2: Speaking of spectators, sports needs to be fun to watch. Overwatch has room to evolve here, and I’m sure it will. Fans will be the ones providing revenue in some shape or form, so you need to facilitate their ability to spectate and understand what’s going on. Right now, there’s some readability issues when watching Overwatch, i.e., it’s hard to see what people are doing as a team, what their tactics are, etc. A strong announcer can compensate for some of this, but readability and lots of focus on spectatorship is necessary.
 
3: Support from leagues and…dammit can someone else help me out here? One of my kids had a bathroom incident. Not help me with the bathroom incident, but with finishing up the question of “what games need to be an esports success?" kthx
 
(Oh and I totally agree with Alex, I don’t think you can force an eSport, it really is up to the players. But if someone were able to at least attempt to bruteforce their way in, it’s definitely Activision Blizzard. They definitely have the resources. Ok, really gotta go.)

ALEX WAWRO: Err, right! What Kris said -- you need to have great support for teams and leagues if you want your game to have legs as an eSport. Overwatch already does a good job of encouraging team balance during public matches by displaying notifications about where your team is deficient (not enough support heroes!) on the character select screen. Going forward, I think it needs some sort of management system for teams/clans and a means of ranking and tracking performance at both player and team levels.
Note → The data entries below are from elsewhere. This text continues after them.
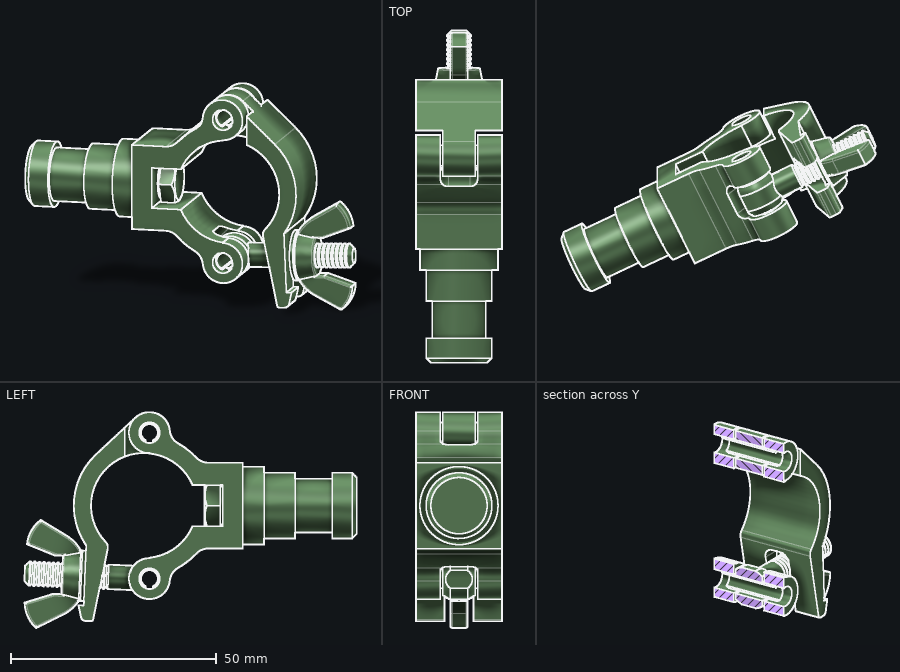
import cadquery as cq
import math


WIDTH = 20.9
BORE_R = 12.7
BASE_OUTER_R = 17.2
BLOCK_HALF_HEIGHT = WIDTH / 2
BASE_END_Y = -23.95
BLOCK_BLEND_R = 4.0
EAR_BLEND_R = 4.0

HINGE_Y = -1.22
HINGE_Z = 17.74
EAR_R = 5.0
SLOT_WIDTH = 9.0
SLOT_END_Y = -8.76
SLOT_CORNER_R = 1.85
SLOT_SLOPE = 45.0

POCKET_WIDTH = 10.0
POCKET_FLOOR_Y = -18.98

PIN_R = 2.5
PIN_WALL = 0.45
PIN_GAP = 1.7
PIN_LENGTH = 16.0
PIN_CHAMFER_LENGTH = 0.8
PIN_LAND = 0.05

TILT = 2.4
EYE_WIDTH = 8.0
EYE_CROWN_WIDTH = 4.2
EYE_SIDE_R = 4.0
EYE_FLAT = 4.5
EYE_SHOULDER_X = 3.25
EYE_SHOULDER_R = 4.5
THREAD_R = 3.0
THREAD_ROOT_R = 2.5
THREAD_TURNS = 17
THREAD_START = 10.0
BOLT_END = 30.37
BOLT_END_CHAMFER = 1.15
CREST_FLAT = 0.2
THREAD_PITCH = (BOLT_END - BOLT_END_CHAMFER - THREAD_START) / THREAD_TURNS

SEAT = 15.7
WASHER_THICKNESS = 0.85
WASHER_R = 6.15
WASHER_HOLE_R = 3.2
NUT_START = SEAT + WASHER_THICKNESS
NUT_END = 21.25
NUT_BASE_R = 6.0
NUT_TOP_R = 5.1
NUT_BASE_CHAMFER = 0.4
NUT_TOP_FILLET = 0.4
WING_THICKNESS = 4.25
WING_FILLET = 0.5
WING_ROOT = (NUT_START + NUT_BASE_CHAMFER, 6.2)
WING_ROOT_CURVE = (18.3, 7.9)
WING_SHOULDER = (20.0, 9.3)
WING_OUTER_TIP = (27.0, 13.15)
WING_TIP_CURVE = (29.2, 10.4)
WING_INNER_TIP = (30.1, 7.1)
WING_CROTCH = (23.2, 4.65)
WING_NUT_OVERLAP = 0.2

ARM_CENTRE_Y = 0.2
ARM_BORE_R = 12.75
ARM_OUTER_R = 17.0
KNUCKLE_WIDTH = 8.0
ARM_STEP_Y = 4.8
NOSE_ANGLE = -48.3
NOSE_R = 1.9
LIP_DROP = 7.15
LIP_HEIGHT = 1.3
FOOT_DROP = 10.95
FOOT_OUTER_ALONG = SEAT + 0.3
FOOT_INNER_ALONG = SEAT - 2.4
FOOT_OUTER_R = 1.2
FOOT_INNER_R = 0.6
ARM_SLOT_WIDTH = 7.0
ARM_SLOT_CORNER_R = 2.5
ARM_SLOT_TOP = 5.5

COLLAR_R = 9.5
COLLAR_LENGTH = 5.15
SPIGOT_R = 8.0
SHOULDER_LENGTH = 7.5
NECK_R = 6.55
NECK_LENGTH = 9.0
TIP_LENGTH = 6.0
TIP_CHAMFER = 1.15

HEX_ACROSS_FLATS = POCKET_WIDTH
HEX_HEIGHT = 3.9
WASHER_FACE_R = 4.6
WASHER_FACE_HEIGHT = 0.5
HEX_CHAMFER_ANGLE = 30.0
HEX_TOP_RATIO = 0.95
BOLT_SHANK_R = 3.0
BOLT_SHANK_LENGTH = 16.0

SIDE = cq.Workplane("YZ")
EDGE_REACH = 0.3


def bolt_frame():
    """Workplane whose x runs along the eye bolt and whose origin is the lower pin axis."""
    angle = math.radians(TILT)
    along = (0, math.cos(angle), math.sin(angle))
    return cq.Workplane(cq.Plane(origin=(0, HINGE_Y, -HINGE_Z), xDir=along, normal=(1, 0, 0)))


def bolt_point(along, across):
    """Y and Z of a point given in the eye bolt's own directions."""
    angle = math.radians(TILT)
    y = HINGE_Y + along * math.cos(angle) - across * math.sin(angle)
    z = -HINGE_Z + along * math.sin(angle) + across * math.cos(angle)
    return (y, z)


def circle_point(centre, radius, degrees):
    angle = math.radians(degrees)
    return (centre[0] + radius * math.cos(angle), centre[1] + radius * math.sin(angle))


def rod(y, z, radius, length):
    """Cylinder along X, centred on the clamp's middle."""
    return SIDE.center(y, z).circle(radius).extrude(length / 2, both=True)


def turned(frame, outline):
    """Solid of revolution about the frame's x axis, from (along, radius) points."""
    return frame.polyline(outline).close().revolve(360, (0, 0, 0), (1, 0, 0))


def edge_near(y, z):
    """Selector for the edge along X through the given Y and Z."""
    low = (-WIDTH, y - EDGE_REACH, z - EDGE_REACH)
    high = (WIDTH, y + EDGE_REACH, z + EDGE_REACH)
    return cq.selectors.BoxSelector(low, high)


def make_base():
    block_length = HINGE_Y - BASE_END_Y
    block = cq.Workplane().box(WIDTH, block_length, 2 * BLOCK_HALF_HEIGHT)
    block = block.translate((0, BASE_END_Y + block_length / 2, 0))
    ring = rod(0, 0, BASE_OUTER_R, WIDTH)
    behind_hinge = cq.Workplane().box(WIDTH, 4 * BASE_OUTER_R, 4 * BASE_OUTER_R)
    ring = ring.intersect(behind_hinge.translate((0, HINGE_Y - 2 * BASE_OUTER_R, 0)))
    body = block.union(ring)
    for z in (HINGE_Z, -HINGE_Z):
        body = body.union(rod(HINGE_Y, z, EAR_R, WIDTH))

    block_corner_y = -math.sqrt(BASE_OUTER_R**2 - BLOCK_HALF_HEIGHT**2)
    hinge_distance = math.hypot(HINGE_Y, HINGE_Z)
    hinge_angle = math.degrees(math.atan2(HINGE_Z, HINGE_Y))
    cosine = (BASE_OUTER_R**2 + hinge_distance**2 - EAR_R**2) / (2 * BASE_OUTER_R * hinge_distance)
    ear_corner = circle_point((0, 0), BASE_OUTER_R, hinge_angle + math.degrees(math.acos(cosine)))
    for side in (1, -1):
        body = body.edges(edge_near(block_corner_y, side * BLOCK_HALF_HEIGHT)).fillet(BLOCK_BLEND_R)
        body = body.edges(edge_near(ear_corner[0], side * ear_corner[1])).fillet(EAR_BLEND_R)

    body = body.cut(rod(0, 0, BORE_R, WIDTH))
    pocket = cq.Workplane().box(WIDTH, -POCKET_FLOOR_Y, POCKET_WIDTH)
    body = body.cut(pocket.translate((0, POCKET_FLOOR_Y / 2, 0)))

    slot_end_z = math.sqrt(BASE_OUTER_R**2 - SLOT_END_Y**2)
    slot_length = 4 * EAR_R
    slot = cq.Workplane().box(SLOT_WIDTH, slot_length, 6 * EAR_R)
    slot = slot.edges("|Z and <Y").fillet(SLOT_CORNER_R)
    slot = slot.translate((0, slot_length / 2, 0))
    slot = slot.rotate((0, 0, 0), (1, 0, 0), SLOT_SLOPE)
    slot = slot.translate((0, SLOT_END_Y, slot_end_z))
    body = body.cut(slot).cut(slot.mirror("XY"))

    for z in (HINGE_Z, -HINGE_Z):
        body = body.cut(rod(HINGE_Y, z, PIN_R, WIDTH))
    bolt_hole = cq.Workplane("XZ").circle(BOLT_SHANK_R).extrude(-BASE_END_Y)
    return body.cut(bolt_hole)


def make_arm():
    centre = (ARM_CENTRE_Y, 0)
    hinge = (HINGE_Y, HINGE_Z)
    spacing = math.hypot(hinge[0] - centre[0], hinge[1])
    lean = math.degrees(math.atan2(hinge[1], hinge[0] - centre[0]))
    tangent = lean - math.degrees(math.acos((ARM_OUTER_R - EAR_R) / spacing))

    tilt = math.radians(TILT)
    centre_along = (ARM_CENTRE_Y - HINGE_Y) * math.cos(tilt) + HINGE_Z * math.sin(tilt)
    seat_top_angle = TILT - math.degrees(math.acos((SEAT - centre_along) / ARM_OUTER_R))
    nose = circle_point(centre, ARM_BORE_R, NOSE_ANGLE)
    foot = [
        bolt_point(SEAT, -LIP_DROP),
        bolt_point(SEAT + LIP_HEIGHT, -LIP_DROP),
        bolt_point(FOOT_OUTER_ALONG, -FOOT_DROP),
        bolt_point(FOOT_INNER_ALONG, -FOOT_DROP),
    ]
    seat_top = circle_point(centre, ARM_OUTER_R, seat_top_angle)
    arm = (
        SIDE.moveTo(*circle_point(hinge, EAR_R, tangent))
        .lineTo(*circle_point(centre, ARM_OUTER_R, tangent))
        .threePointArc(circle_point(centre, ARM_OUTER_R, 0), seat_top)
    )
    for point in foot:
        arm = arm.lineTo(*point)
    arm = (
        arm.lineTo(*nose)
        .threePointArc(circle_point(centre, ARM_BORE_R, 30), circle_point(centre, ARM_BORE_R, lean))
        .lineTo(*hinge)
        .close()
        .extrude(WIDTH / 2, both=True)
    )
    arm = arm.edges(edge_near(*nose)).fillet(NOSE_R)
    arm = arm.edges(edge_near(*foot[2])).fillet(FOOT_OUTER_R)
    arm = arm.edges(edge_near(*foot[3])).fillet(FOOT_INNER_R)

    clearance = SIDE.center(ARM_STEP_Y - WIDTH / 2, HINGE_Z).rect(WIDTH, WIDTH).extrude(WIDTH / 2, both=True)
    between_ears = cq.Workplane().box(KNUCKLE_WIDTH, 4 * WIDTH, 4 * WIDTH)
    arm = arm.cut(clearance.cut(between_ears))
    arm = arm.union(rod(HINGE_Y, HINGE_Z, EAR_R, KNUCKLE_WIDTH))
    arm = arm.cut(rod(ARM_CENTRE_Y, 0, ARM_BORE_R, KNUCKLE_WIDTH))
    arm = arm.cut(rod(HINGE_Y, HINGE_Z, PIN_R, WIDTH))
    slot_depth = WIDTH
    slot = bolt_frame().center(SEAT, ARM_SLOT_TOP - slot_depth / 2).rect(WIDTH, slot_depth)
    slot = slot.extrude(ARM_SLOT_WIDTH / 2, both=True)
    slot = slot.faces(">Z").edges("<X or >X").fillet(ARM_SLOT_CORNER_R)
    return arm.cut(slot)


def make_spring_pin(z):
    inner = PIN_R - PIN_WALL
    end = PIN_LENGTH / 2
    shoulder = end - PIN_CHAMFER_LENGTH
    rim = inner + PIN_LAND
    outline = [(-end, inner), (-end, rim), (-shoulder, PIN_R), (shoulder, PIN_R), (end, rim), (end, inner)]
    pin = turned(cq.Workplane("XY"), outline)
    gap = cq.Workplane().box(PIN_LENGTH, PIN_GAP, 2 * PIN_R).translate((0, 0, -PIN_R))
    return pin.cut(gap).translate((0, HINGE_Y, z))


def make_eye_bolt():
    crown = EYE_CROWN_WIDTH / 2
    side = EYE_WIDTH / 2
    eye = (
        cq.Workplane("XY")
        .moveTo(-side, 0)
        .lineTo(-side, EYE_SIDE_R)
        .threePointArc((-EYE_SHOULDER_X, EYE_SHOULDER_R), (-crown, EAR_R))
        .lineTo(crown, EAR_R)
        .threePointArc((EYE_SHOULDER_X, EYE_SHOULDER_R), (side, EYE_SIDE_R))
        .lineTo(side, 0)
        .close()
        .revolve(360, (0, 0, 0), (1, 0, 0))
        .translate((0, HINGE_Y, -HINGE_Z))
    )
    behind = bolt_frame().center(-EYE_FLAT - EAR_R, 0).rect(2 * EAR_R, 4 * EAR_R)
    behind = behind.extrude(EYE_WIDTH, both=True)
    eye = eye.cut(behind)

    end_r = THREAD_R - BOLT_END_CHAMFER
    outline = [(0, 0), (0, THREAD_R), (THREAD_START, THREAD_R)]
    flank = (THREAD_PITCH - CREST_FLAT) / 2
    for turn in range(THREAD_TURNS):
        start = THREAD_START + turn * THREAD_PITCH
        outline.append((start + flank, THREAD_ROOT_R))
        outline.append((start + 2 * flank, THREAD_R))
        outline.append((start + THREAD_PITCH, THREAD_R))
    outline += [(BOLT_END, end_r), (BOLT_END, 0)]
    bolt = eye.union(turned(bolt_frame(), outline))
    return bolt.cut(rod(HINGE_Y, -HINGE_Z, PIN_R, WIDTH))


def make_washer():
    outline = [
        (SEAT, WASHER_HOLE_R),
        (SEAT, WASHER_R),
        (NUT_START, WASHER_R),
        (NUT_START, WASHER_HOLE_R),
    ]
    return turned(bolt_frame(), outline)


def make_wing():
    inside_nut = NUT_END - WING_NUT_OVERLAP
    wing = (
        bolt_frame()
        .moveTo(WING_ROOT[0], THREAD_R)
        .lineTo(*WING_ROOT)
        .threePointArc(WING_ROOT_CURVE, WING_SHOULDER)
        .lineTo(*WING_OUTER_TIP)
        .threePointArc(WING_TIP_CURVE, WING_INNER_TIP)
        .lineTo(*WING_CROTCH)
        .lineTo(inside_nut, WING_CROTCH[1])
        .lineTo(inside_nut, THREAD_R)
        .close()
        .extrude(WING_THICKNESS / 2, both=True)
    )
    return wing.faces("<X or >X").edges().fillet(WING_FILLET)


def make_wing_nut():
    outline = [
        (NUT_START, 0),
        (NUT_START, NUT_BASE_R - NUT_BASE_CHAMFER),
        (NUT_START + NUT_BASE_CHAMFER, NUT_BASE_R),
        (NUT_END, NUT_TOP_R),
        (NUT_END, 0),
    ]
    nut = turned(bolt_frame(), outline)
    nut = nut.faces(">Y").edges().fillet(NUT_TOP_FILLET)
    wing = make_wing()
    axis_start = (0, HINGE_Y, -HINGE_Z)
    axis_end = (0, *bolt_point(1, 0))
    nut = nut.union(wing).union(wing.rotate(axis_start, axis_end, 180))
    bore = turned(bolt_frame(), [(0, 0), (0, THREAD_R), (BOLT_END, THREAD_R), (BOLT_END, 0)])
    return nut.cut(bore)


def make_spigot():
    steps = [
        (COLLAR_R, COLLAR_LENGTH),
        (SPIGOT_R, SHOULDER_LENGTH),
        (NECK_R, NECK_LENGTH),
        (SPIGOT_R, TIP_LENGTH),
    ]
    spigot = cq.Workplane()
    start = BASE_END_Y
    for radius, length in steps:
        spigot = spigot.union(cq.Workplane("XZ", origin=(0, start, 0)).circle(radius).extrude(length))
        start -= length
    spigot = spigot.faces("<Y").chamfer(TIP_CHAMFER)
    bore = cq.Workplane("XZ", origin=(0, POCKET_FLOOR_Y, 0)).circle(BOLT_SHANK_R).extrude(BOLT_SHANK_LENGTH)
    return spigot.cut(bore)


def make_hex_bolt():
    corner_diameter = HEX_ACROSS_FLATS / math.cos(math.pi / 6)
    under_head = POCKET_FLOOR_Y + WASHER_FACE_HEIGHT
    head = (
        cq.Workplane("XZ", origin=(0, under_head, 0))
        .polygon(6, corner_diameter)
        .extrude(-HEX_HEIGHT)
    )
    flat_r = HEX_TOP_RATIO * HEX_ACROSS_FLATS / 2
    slope = math.tan(math.radians(HEX_CHAMFER_ANGLE))
    drop = (corner_diameter - flat_r) * slope
    top = under_head + HEX_HEIGHT
    bevel_outline = [
        (0, top),
        (flat_r, top),
        (corner_diameter, top - drop),
        (corner_diameter, under_head),
        (0, under_head),
    ]
    bevel = (
        cq.Workplane("XY")
        .polyline(bevel_outline)
        .close()
        .revolve(360, (0, 0, 0), (0, 1, 0))
    )
    head = head.intersect(bevel)
    floor = cq.Workplane("XZ", origin=(0, POCKET_FLOOR_Y, 0))
    washer_face = floor.circle(WASHER_FACE_R).extrude(-WASHER_FACE_HEIGHT)
    shank = floor.circle(BOLT_SHANK_R).extrude(BOLT_SHANK_LENGTH)
    return head.union(washer_face).union(shank)


base = make_base()
arm = make_arm()
pins = [make_spring_pin(z) for z in (HINGE_Z, -HINGE_Z)]
eye_bolt = make_eye_bolt()
washer = make_washer()
wing_nut = make_wing_nut()
spigot = make_spigot()
hex_bolt = make_hex_bolt()

bodies = [base, arm, *pins, eye_bolt, washer, wing_nut, spigot, hex_bolt]
result = cq.Compound.makeCompound([body.solids().val() for body in bodies])

Bryant, you alluded to Blizzard's stated plan to reintroduce some sort of "Ranked Mode" in the future, and I suspect we'll see expanded support on this front rolled out when that update hits.

BRYANT FRANCIS: A quick weigh-in based on my Moba experience: much of the pro-play ranking/performance tracking doesn’t actually happen in the League of Legends client, (though you can make ranked teams, check your map history, etc), it tends to happen through Riot’s LCS management, and players using external sites that have access to the League API to track game-by-game performance.

But I wonder if the rollout of Ranked mode may include advanced UI options that other games aren’t using! I only back this theory up on the grounds that much of Overwatch’s PvP UI is stuff that other games don’t have. The aforementioned team notifications, the endgame medal system is a bit more advanced then other match result stuff. Maybe Blizzard’s ranked mode will include some extra UI stuff to help players keep all their competitive progress in Overwatch without relying on those external sites.

CHRIS BAKER: I'm the one who's collating this email exchange, which means that I get the last word. So there. In your face, all of you.